═════ Input data ═════
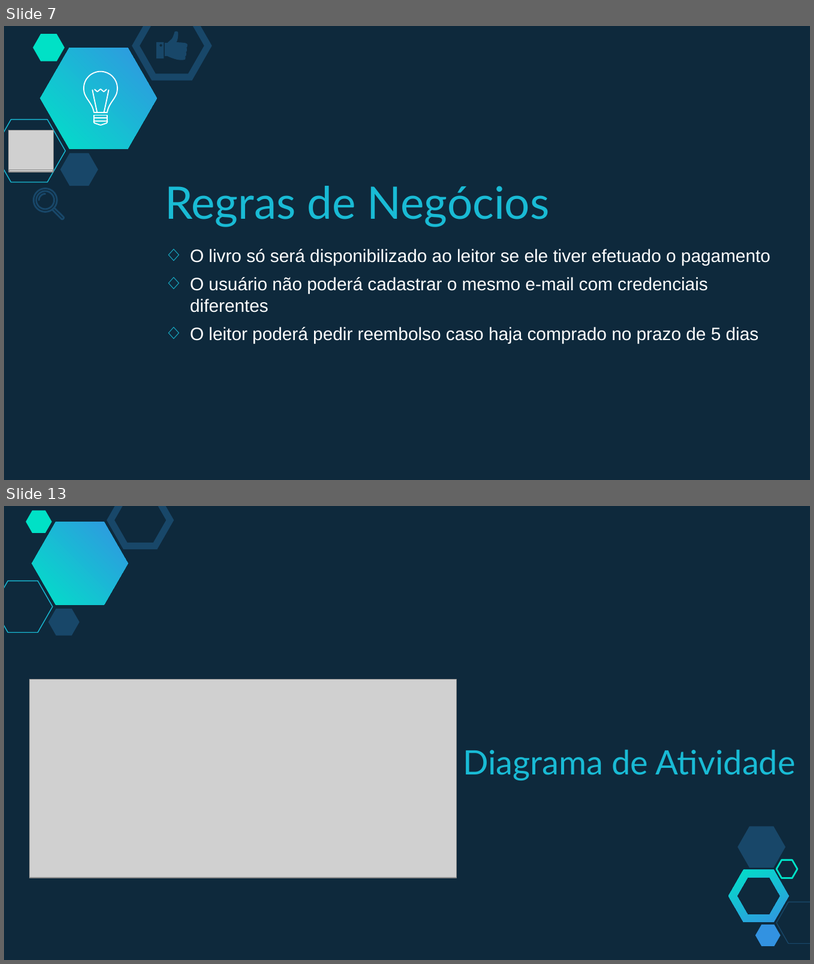
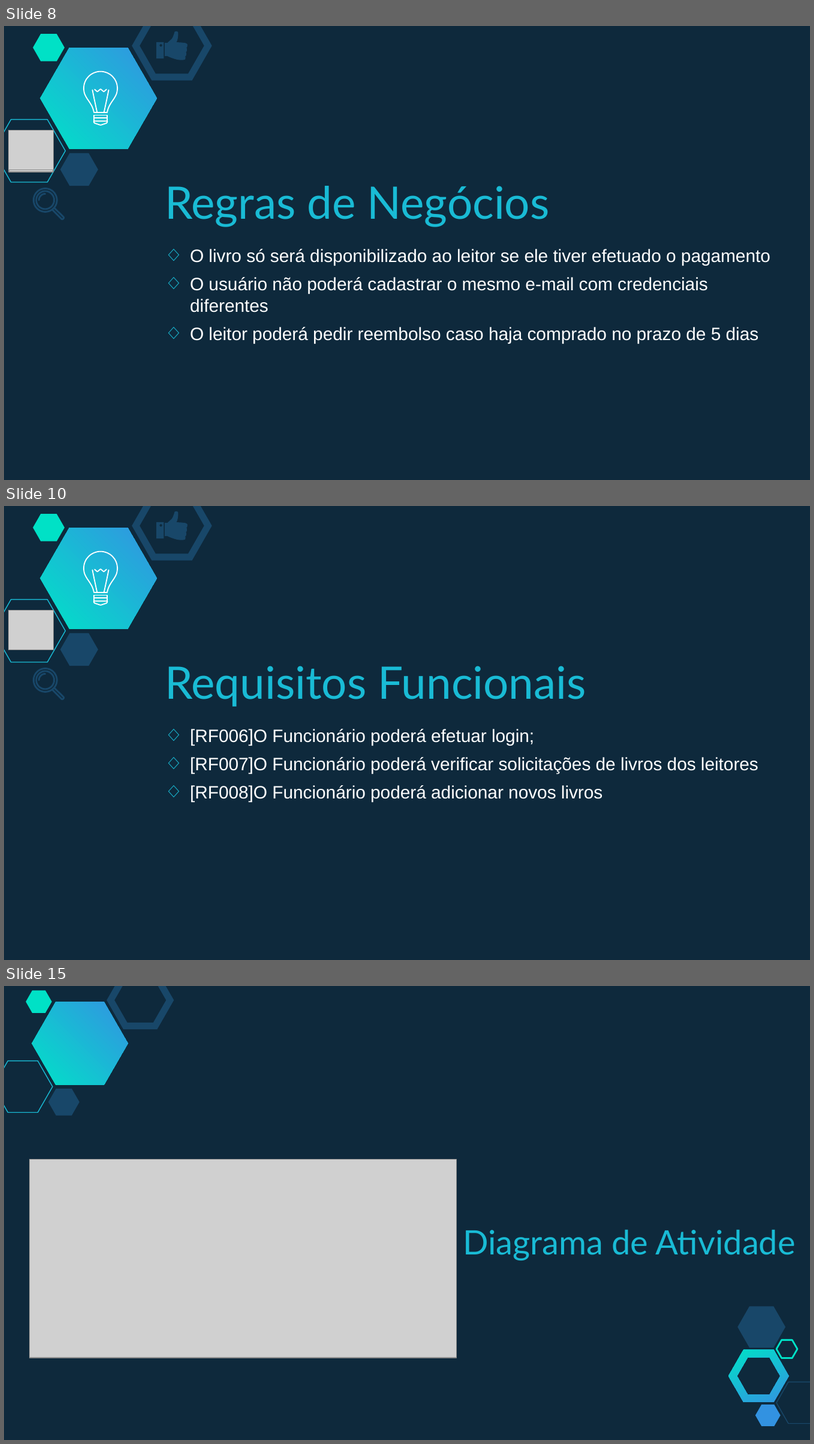
Before and after one commit to RhyanSPisoni/TCC_Web_2020_Mod, a slide deck: brentweb.pptx. Shown one above the other, each under a label of ours: slides 7 and 13 before the commit, slides 8, 10 and 15 after it; the slides between them are not shown. The pictures are 814x964 and 814x1444 pixels, drawn with LibreOffice and Linux fonts; fonts in the diff are those of the drawing; grey boxes stand for pictures. Boxes give left, top, right and bottom in pixels: in the first picture for what was removed or moved away, otherwise in the second. Text is boxed around its words. In the diff, an @@ line names an element or a change of style, - is before the commit and + after.

```diff
--- a/brentweb.pptx
+++ b/brentweb.pptx
@@ slide 10 added at box(4, 506, 810, 960), background #0E293C; not listed: 19 template elements that a slide beside it also shows @@
@@ picture added at box(8, 610, 53, 649) @@
@@ title added at box(165, 666, 586, 706), 40 pt, text #19BBD5 @@
+Requisitos Funcionais
@@ text added at box(190, 729, 759, 801), 16 pt, text #FFFFFF @@
+◇ [RF006]O Funcionário poderá efetuar login;
+◇ [RF007]O Funcionário poderá verificar solicitações de livros dos leitores
+◇ [RF008]O Funcionário poderá adicionar novos livros
@@ what was slide 7 is now slide 8 @@
@@ what was slide 13 is now slide 15 @@
```
Also in this commit, not shown: 8 slides changed, 1 other slide added, 10 other files.
═════
▶ [Try it]: Every line of the data above that contains the word "pptx" should be counted; please give the total alone.

▶ [Written solution]: 3